** Opening Task input block **

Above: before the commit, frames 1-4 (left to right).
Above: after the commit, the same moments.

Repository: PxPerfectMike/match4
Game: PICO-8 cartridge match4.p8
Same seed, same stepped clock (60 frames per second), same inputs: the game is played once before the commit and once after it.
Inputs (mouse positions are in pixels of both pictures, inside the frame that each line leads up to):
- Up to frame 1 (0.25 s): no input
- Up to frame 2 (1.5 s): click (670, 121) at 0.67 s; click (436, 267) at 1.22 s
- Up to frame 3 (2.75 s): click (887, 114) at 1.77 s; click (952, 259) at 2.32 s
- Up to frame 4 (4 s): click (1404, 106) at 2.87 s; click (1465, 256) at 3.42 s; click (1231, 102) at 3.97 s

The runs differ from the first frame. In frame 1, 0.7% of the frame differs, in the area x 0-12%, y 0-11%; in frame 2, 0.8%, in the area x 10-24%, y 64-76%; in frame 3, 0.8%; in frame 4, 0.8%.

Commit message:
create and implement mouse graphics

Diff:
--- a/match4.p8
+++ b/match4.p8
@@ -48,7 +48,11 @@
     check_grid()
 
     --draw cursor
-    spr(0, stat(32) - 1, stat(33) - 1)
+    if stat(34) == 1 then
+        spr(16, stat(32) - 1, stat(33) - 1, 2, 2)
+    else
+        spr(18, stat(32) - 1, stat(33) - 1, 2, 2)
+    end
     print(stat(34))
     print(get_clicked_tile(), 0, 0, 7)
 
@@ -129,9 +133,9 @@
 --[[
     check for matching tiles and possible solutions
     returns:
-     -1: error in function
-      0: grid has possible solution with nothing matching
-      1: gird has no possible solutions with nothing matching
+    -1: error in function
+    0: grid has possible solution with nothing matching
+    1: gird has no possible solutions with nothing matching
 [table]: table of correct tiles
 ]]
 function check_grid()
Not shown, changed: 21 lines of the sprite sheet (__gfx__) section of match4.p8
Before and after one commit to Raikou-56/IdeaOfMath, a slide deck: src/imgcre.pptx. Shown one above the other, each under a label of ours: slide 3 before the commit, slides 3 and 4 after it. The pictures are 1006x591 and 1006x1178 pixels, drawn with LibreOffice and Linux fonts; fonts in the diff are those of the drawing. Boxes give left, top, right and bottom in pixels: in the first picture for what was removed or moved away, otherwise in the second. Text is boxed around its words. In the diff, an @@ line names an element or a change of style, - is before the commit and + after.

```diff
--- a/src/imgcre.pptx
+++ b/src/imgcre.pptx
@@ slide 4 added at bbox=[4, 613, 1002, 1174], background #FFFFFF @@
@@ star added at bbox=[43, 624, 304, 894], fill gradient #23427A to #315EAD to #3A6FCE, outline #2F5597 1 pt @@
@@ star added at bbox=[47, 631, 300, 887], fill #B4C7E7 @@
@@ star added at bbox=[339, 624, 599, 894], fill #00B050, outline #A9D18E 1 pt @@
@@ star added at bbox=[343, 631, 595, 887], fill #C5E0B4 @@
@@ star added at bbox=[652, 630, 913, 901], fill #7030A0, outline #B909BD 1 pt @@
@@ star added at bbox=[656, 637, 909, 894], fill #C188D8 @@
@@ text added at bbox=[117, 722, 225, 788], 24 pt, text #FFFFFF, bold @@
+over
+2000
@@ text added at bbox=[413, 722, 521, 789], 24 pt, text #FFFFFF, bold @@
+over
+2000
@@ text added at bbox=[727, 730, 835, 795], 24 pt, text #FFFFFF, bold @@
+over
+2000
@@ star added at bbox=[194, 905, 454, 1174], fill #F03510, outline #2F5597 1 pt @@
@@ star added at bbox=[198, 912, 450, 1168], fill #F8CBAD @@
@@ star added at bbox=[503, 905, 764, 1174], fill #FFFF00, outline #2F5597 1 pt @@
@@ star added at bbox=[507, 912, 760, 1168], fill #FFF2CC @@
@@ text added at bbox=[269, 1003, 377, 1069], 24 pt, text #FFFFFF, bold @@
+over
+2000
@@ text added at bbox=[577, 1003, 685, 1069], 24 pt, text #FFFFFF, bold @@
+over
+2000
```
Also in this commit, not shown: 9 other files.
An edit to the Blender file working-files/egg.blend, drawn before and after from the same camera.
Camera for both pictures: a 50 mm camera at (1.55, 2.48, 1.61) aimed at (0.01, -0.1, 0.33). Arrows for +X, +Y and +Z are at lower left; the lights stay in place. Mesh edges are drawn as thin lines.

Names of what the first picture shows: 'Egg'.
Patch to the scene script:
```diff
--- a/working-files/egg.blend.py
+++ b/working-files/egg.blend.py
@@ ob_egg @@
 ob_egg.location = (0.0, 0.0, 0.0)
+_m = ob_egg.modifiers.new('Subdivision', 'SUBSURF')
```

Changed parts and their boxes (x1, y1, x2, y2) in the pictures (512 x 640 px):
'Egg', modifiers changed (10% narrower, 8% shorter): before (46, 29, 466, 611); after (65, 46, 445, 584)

** Closing Task input block **

Once you have checked every line of the material above, return the ones that hold the string "from".

▸ **Problem solution**:
The runs differ from the first frame. In frame 1, 0.7% of the frame differs, in the area x 0-12%, y 0-11%; in frame 2, 0.8%, in the area x 10-24%, y 64-76%; in frame 3, 0.8%; in frame 4, 0.8%.
An edit to the Blender file working-files/egg.blend, drawn before and after from the same camera.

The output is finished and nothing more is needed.